Фьямма, заметив, что уже почти опаздывает на встречу с Давидом, еще раз попыталась резко прекратить беседу. Ей было стыдно делать это, особенно когда речь шла об Эстрелье, которой Фьямма искренне желала помочь и для которой их беседы были так важны. В тот день она приняла решение начинать прием на час раньше, чтобы на час раньше заканчивать, — нельзя было жертвовать временем пациенток в угоду своему счастью. Она задумалась. Счастье... Так вот, значит, чем стали для нее встречи с Давидом? Да что же это она делает? Ставит личные интересы выше интересов пациенток? Она обвиняла себя, но откуда-то из глубин души пробивался слабый голосок в ее защиту, родившийся наверняка из подросткового протеста, который она когда-то подавила в себе, покорившись воле родителей. И теперь этот протест пробивался наружу. Фьямма тоже имела право жить. Да, она имела право на эти счастливые вечера.
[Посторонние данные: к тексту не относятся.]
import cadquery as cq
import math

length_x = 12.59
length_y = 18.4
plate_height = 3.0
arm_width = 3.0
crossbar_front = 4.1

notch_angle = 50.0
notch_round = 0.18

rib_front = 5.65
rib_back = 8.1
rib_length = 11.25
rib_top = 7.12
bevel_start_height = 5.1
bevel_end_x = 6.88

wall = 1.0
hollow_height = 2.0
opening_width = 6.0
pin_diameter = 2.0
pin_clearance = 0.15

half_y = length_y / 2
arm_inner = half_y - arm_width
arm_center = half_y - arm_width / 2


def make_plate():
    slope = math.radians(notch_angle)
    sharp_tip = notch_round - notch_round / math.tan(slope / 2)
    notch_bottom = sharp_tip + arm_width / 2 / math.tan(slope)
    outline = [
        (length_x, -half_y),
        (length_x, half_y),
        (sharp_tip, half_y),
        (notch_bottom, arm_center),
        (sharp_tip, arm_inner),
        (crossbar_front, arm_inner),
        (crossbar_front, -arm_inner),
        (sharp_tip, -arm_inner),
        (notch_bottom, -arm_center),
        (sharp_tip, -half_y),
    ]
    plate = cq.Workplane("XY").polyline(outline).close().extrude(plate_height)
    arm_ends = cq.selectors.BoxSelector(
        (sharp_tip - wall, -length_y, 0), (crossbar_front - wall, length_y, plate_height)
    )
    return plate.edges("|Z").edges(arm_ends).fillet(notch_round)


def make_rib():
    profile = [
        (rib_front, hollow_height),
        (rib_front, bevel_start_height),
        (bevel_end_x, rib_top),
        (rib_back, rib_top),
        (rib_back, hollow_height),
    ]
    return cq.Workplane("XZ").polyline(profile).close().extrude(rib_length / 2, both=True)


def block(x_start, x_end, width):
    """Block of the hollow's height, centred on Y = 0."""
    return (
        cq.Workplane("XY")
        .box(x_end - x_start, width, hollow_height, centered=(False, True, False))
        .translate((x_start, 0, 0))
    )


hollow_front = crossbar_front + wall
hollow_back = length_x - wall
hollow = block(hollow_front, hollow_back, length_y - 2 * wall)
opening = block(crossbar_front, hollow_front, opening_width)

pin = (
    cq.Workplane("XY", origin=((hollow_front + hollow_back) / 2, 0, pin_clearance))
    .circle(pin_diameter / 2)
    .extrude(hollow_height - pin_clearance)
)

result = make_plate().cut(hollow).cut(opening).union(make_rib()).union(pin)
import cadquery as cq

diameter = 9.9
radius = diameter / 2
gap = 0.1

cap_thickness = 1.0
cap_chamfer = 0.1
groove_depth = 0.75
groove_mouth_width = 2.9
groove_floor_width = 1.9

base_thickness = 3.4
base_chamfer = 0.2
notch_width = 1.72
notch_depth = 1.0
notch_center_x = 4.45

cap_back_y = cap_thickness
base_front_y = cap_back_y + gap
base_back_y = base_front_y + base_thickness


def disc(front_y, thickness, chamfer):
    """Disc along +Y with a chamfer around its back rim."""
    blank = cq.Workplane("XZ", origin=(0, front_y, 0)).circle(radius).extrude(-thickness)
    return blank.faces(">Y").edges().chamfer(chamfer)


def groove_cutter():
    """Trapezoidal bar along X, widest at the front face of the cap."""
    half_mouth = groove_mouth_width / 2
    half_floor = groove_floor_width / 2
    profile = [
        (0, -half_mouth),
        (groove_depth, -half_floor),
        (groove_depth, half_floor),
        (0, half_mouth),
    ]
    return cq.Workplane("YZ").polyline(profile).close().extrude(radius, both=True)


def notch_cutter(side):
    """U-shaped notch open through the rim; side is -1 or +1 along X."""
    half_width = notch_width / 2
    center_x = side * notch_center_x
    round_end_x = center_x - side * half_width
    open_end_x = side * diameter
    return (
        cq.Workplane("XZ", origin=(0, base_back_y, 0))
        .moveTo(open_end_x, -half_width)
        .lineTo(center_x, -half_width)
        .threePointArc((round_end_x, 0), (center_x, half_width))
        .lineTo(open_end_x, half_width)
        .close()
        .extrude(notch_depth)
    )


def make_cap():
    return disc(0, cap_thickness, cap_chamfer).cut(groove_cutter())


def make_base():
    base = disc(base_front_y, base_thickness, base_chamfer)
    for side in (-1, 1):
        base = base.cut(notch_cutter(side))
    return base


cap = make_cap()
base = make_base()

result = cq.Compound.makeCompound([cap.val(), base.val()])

Они встретились возле башни с часами, как всегда, только в тот день Фьямма немного опоздала — решила сначала зайти домой, чтобы привести себя в порядок. Переодевшись, она вылила на себя капельку духов (хотя это ей не очень было нужно — ее кожа всегда пахла свежими цветами апельсинового дерева) и впервые за долгое время тщательно подкрасилась. Потом зашла в гимнастический зал и записалась на занятия. Она чувствовала, что в последнее время поправилась, и нужно было вернуть прежнюю форму.
Когда она пришла на условленное место, уже стемнело, но на горизонте еще догорала оранжевая полоса.
Фьямма поднялась в гору по мощеной дороге. Наверху ее ждал удивительный сюрприз: последний луч солнца золотил профиль Давида, который сидел на выщербленной ступеньке каменной лестницы, держа на коленях плетеную индонезийскую клетку, из которой высовывала головку голубка с рыжеватым оперением. Фьямма едва сдержала вскрик восхищения. Она склонилась к клетке. Птица, казалось, узнала ее — глаза у нее расширились, словно от удивления. "Аппассионата?" — спросила Фьямма, и голубка кивнула. Тогда Фьямма спросила Давида, откуда у него эта птица, и он ответил, что она каждое утро прилетала во внутренний дворик дома, где он живет, попить воды и выкупаться в фонтане, и в то утро он, вспомнив услышанную им накануне историю гибели голубят, решил поймать птицу и подарить ее Фьямме в надежде, что это ее немного утешит. Фьямма в ответ рассказала ему, как познакомилась с Апассионатой.